Quenelle · 15/05/2012 16:59

I've often wondered this. I left school (fifth year, didn't do A levels) in 1985.

I have also moved to a county that has the three tier system so am having to get used to lower, middle and upper schools as well.

None of it actually matters for me until DS starts next year anyway.

Slight sidetrack, but when did the First Division become the Premiership?

BertieBotts · 15/05/2012 17:07

Sixth form never referred to it being the 6th year at the school though, it starts from what used to be Junior School, each "form" refers to two years, so you have upper/lower Xth formers.

Infants (?) = YR/Y1
1st form = Y2/3 } Infants
------
2nd form = Y4/5 } Juniors
3rd form = Y6/7
------
4th form = Y8/9
5th form = Y10/11 } Seniors
6th form = Y12/13

I don't know when it changed but lots of schools switched to the primary/secondary system rather than having Infants, Juniors and Seniors. I know when I moved up to year 4 in 1996 in the first assembly of the year the headmistress reminded the new year 6 pupils that they were now the oldest in the school, "No year sevens to look up to now!" and I wondered where they had gone.

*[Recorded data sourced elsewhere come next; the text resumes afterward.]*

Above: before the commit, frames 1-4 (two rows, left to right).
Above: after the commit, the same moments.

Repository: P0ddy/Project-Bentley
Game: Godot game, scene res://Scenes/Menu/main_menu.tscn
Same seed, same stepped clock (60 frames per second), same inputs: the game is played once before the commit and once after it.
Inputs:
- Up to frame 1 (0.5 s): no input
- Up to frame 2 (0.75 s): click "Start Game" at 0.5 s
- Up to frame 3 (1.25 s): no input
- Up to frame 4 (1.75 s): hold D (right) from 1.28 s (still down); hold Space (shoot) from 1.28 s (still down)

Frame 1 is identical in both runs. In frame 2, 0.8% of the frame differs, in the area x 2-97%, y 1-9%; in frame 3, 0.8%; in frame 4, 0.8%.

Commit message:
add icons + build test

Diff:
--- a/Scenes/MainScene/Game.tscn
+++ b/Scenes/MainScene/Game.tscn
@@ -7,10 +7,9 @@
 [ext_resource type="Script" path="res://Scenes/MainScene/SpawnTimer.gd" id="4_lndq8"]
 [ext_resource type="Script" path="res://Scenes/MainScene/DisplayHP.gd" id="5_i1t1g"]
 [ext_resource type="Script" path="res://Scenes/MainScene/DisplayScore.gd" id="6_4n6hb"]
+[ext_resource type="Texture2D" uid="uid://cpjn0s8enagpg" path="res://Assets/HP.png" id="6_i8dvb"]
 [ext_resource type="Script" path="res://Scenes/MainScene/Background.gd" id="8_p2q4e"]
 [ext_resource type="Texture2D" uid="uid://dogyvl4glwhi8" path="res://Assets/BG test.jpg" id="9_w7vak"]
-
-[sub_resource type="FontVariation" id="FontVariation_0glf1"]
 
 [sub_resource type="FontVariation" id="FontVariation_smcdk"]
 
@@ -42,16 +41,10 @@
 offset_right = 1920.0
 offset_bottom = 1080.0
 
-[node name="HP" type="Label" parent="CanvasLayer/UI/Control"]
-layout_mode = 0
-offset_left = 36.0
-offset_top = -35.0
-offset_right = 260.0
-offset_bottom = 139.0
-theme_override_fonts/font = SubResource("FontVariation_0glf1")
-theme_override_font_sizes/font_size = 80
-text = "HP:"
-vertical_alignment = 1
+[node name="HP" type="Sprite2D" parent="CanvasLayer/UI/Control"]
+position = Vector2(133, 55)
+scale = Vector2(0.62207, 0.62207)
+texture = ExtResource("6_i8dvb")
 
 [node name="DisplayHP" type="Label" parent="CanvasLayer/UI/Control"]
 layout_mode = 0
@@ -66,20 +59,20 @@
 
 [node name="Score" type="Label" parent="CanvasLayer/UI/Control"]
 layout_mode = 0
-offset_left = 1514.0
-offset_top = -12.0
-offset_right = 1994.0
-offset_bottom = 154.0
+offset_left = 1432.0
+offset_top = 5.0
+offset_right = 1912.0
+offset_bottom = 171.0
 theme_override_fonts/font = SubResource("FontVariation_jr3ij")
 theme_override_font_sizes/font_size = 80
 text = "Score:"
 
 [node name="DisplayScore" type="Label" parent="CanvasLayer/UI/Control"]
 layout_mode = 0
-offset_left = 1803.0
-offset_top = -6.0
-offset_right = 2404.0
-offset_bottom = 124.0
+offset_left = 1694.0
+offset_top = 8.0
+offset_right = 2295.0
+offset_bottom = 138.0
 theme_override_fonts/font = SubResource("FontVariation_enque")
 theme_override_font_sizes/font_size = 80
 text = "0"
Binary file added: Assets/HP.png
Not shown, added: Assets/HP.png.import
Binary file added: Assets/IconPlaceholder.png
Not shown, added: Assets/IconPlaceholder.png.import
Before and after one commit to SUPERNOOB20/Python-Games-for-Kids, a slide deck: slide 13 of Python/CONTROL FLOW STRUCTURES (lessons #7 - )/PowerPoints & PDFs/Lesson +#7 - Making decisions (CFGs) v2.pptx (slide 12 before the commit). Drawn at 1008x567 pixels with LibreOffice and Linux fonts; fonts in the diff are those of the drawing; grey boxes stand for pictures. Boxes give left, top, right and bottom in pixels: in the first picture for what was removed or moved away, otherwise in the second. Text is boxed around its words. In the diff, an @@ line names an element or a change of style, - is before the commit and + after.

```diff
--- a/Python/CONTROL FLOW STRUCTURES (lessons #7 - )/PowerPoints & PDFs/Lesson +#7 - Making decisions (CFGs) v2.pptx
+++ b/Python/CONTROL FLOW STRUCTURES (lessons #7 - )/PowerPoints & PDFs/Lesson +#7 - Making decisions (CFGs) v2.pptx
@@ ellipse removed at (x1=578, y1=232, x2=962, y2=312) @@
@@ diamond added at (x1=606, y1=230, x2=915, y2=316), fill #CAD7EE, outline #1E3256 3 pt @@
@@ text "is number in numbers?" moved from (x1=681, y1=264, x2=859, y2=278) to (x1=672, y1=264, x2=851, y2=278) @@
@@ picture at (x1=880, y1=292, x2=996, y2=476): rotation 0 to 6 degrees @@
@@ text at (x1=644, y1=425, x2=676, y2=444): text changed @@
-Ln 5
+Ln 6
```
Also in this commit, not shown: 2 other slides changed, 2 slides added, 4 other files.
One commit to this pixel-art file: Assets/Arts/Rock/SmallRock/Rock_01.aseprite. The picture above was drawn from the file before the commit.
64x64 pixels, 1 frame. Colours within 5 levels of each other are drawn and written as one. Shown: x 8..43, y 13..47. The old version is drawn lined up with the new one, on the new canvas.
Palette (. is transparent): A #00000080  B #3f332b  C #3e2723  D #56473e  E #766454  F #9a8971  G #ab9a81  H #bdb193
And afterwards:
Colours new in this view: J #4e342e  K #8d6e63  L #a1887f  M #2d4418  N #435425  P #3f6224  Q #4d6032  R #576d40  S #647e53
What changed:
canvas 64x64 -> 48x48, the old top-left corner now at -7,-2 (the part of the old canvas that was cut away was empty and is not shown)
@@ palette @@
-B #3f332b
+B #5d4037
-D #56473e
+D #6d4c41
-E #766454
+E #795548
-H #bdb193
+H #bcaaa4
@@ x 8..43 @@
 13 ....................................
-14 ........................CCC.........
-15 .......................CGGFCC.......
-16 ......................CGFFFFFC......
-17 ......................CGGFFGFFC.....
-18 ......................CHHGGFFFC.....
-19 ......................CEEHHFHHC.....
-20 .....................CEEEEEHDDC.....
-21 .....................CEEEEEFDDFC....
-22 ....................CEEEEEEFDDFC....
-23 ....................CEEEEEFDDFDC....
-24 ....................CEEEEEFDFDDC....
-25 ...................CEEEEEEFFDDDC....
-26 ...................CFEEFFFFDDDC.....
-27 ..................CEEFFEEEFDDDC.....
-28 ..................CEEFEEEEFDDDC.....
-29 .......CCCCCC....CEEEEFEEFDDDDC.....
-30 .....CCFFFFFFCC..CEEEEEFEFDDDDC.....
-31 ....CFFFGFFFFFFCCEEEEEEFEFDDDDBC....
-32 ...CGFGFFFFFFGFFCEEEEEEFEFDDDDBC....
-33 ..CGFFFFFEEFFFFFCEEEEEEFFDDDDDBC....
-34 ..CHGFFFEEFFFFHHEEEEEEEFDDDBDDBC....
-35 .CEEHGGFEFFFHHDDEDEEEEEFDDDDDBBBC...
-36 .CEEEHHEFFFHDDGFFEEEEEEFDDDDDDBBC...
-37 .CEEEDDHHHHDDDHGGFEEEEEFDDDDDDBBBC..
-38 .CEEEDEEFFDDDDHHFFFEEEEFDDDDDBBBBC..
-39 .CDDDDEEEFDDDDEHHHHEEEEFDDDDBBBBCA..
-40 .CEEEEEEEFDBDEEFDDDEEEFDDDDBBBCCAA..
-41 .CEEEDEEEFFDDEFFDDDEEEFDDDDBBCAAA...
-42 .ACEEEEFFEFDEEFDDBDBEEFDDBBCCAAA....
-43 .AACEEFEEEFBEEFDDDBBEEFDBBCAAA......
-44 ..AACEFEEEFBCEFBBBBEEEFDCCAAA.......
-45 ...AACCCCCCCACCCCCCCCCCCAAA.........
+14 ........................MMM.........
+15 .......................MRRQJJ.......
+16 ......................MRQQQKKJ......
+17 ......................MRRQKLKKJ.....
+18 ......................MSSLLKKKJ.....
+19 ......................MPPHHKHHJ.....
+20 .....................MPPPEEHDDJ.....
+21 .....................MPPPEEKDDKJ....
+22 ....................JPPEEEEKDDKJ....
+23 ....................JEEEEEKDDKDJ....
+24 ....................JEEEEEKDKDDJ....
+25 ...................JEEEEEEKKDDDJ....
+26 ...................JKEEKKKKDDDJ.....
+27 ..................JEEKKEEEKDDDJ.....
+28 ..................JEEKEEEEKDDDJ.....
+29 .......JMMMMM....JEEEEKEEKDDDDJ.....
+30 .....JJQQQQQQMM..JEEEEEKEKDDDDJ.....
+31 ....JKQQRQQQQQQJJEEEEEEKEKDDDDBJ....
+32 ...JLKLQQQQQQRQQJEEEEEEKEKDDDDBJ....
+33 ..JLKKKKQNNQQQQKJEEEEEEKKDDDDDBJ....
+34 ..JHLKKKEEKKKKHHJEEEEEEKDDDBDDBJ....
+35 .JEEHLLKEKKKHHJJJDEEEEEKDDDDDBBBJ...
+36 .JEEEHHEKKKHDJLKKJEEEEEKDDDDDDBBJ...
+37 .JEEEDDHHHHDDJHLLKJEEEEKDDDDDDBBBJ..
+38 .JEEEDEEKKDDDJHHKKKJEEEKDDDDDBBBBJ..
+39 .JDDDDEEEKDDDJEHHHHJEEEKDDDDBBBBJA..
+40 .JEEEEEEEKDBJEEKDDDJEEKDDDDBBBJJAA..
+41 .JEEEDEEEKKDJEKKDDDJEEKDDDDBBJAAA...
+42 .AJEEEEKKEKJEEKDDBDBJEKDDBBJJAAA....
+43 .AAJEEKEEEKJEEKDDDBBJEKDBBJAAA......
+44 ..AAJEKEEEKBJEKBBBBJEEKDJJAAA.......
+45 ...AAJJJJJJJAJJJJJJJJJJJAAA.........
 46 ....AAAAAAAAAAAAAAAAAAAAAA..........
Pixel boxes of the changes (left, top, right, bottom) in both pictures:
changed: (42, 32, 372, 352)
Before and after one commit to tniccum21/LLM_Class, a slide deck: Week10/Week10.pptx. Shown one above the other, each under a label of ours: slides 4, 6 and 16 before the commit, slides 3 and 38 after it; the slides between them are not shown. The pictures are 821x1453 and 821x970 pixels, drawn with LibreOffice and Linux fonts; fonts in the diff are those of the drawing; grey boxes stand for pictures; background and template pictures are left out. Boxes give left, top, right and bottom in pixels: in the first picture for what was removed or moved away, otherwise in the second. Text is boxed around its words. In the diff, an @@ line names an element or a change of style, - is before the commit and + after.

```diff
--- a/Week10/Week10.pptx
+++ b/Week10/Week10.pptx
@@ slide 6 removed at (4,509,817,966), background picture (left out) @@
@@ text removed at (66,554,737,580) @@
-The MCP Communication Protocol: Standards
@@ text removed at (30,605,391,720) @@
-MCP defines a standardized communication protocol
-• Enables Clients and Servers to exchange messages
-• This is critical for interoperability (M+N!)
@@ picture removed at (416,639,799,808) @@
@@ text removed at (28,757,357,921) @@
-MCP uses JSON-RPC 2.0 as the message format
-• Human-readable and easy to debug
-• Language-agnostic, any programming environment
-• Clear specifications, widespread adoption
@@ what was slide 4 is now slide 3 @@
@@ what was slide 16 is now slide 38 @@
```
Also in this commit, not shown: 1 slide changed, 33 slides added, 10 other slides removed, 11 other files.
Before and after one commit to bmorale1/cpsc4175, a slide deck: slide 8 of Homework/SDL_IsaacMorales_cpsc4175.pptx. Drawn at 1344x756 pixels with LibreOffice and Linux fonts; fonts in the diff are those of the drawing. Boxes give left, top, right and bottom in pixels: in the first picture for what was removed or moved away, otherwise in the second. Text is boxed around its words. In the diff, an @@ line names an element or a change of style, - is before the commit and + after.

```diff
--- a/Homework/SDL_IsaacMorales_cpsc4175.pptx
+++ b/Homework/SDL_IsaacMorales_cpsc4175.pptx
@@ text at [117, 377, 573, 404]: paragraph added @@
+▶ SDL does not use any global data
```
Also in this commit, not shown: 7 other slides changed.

Popoozle · 15/05/2012 17:13

It must have changed later than the norm here then! I was in the 5th year in 1990/91, lower 6th in 1991/92 and upper 6th in 1992/93!

DS1 is now in Year 9 at the same school however, so it must have changed somewhere after 1993!

Popoozle · 15/05/2012 17:16

Oh, and when I was at primary school there was no "Year" anything. We were just in Mrs Smith's class, then Mr Brown's class, then Miss Sykes' class etc. etc.

mumeeee · 15/05/2012 17:49

Not sure why but it was like this when my eldest started school and she's 25. She stayed on to 6th form at school and it was known as year 12 and year 13 there think it still is.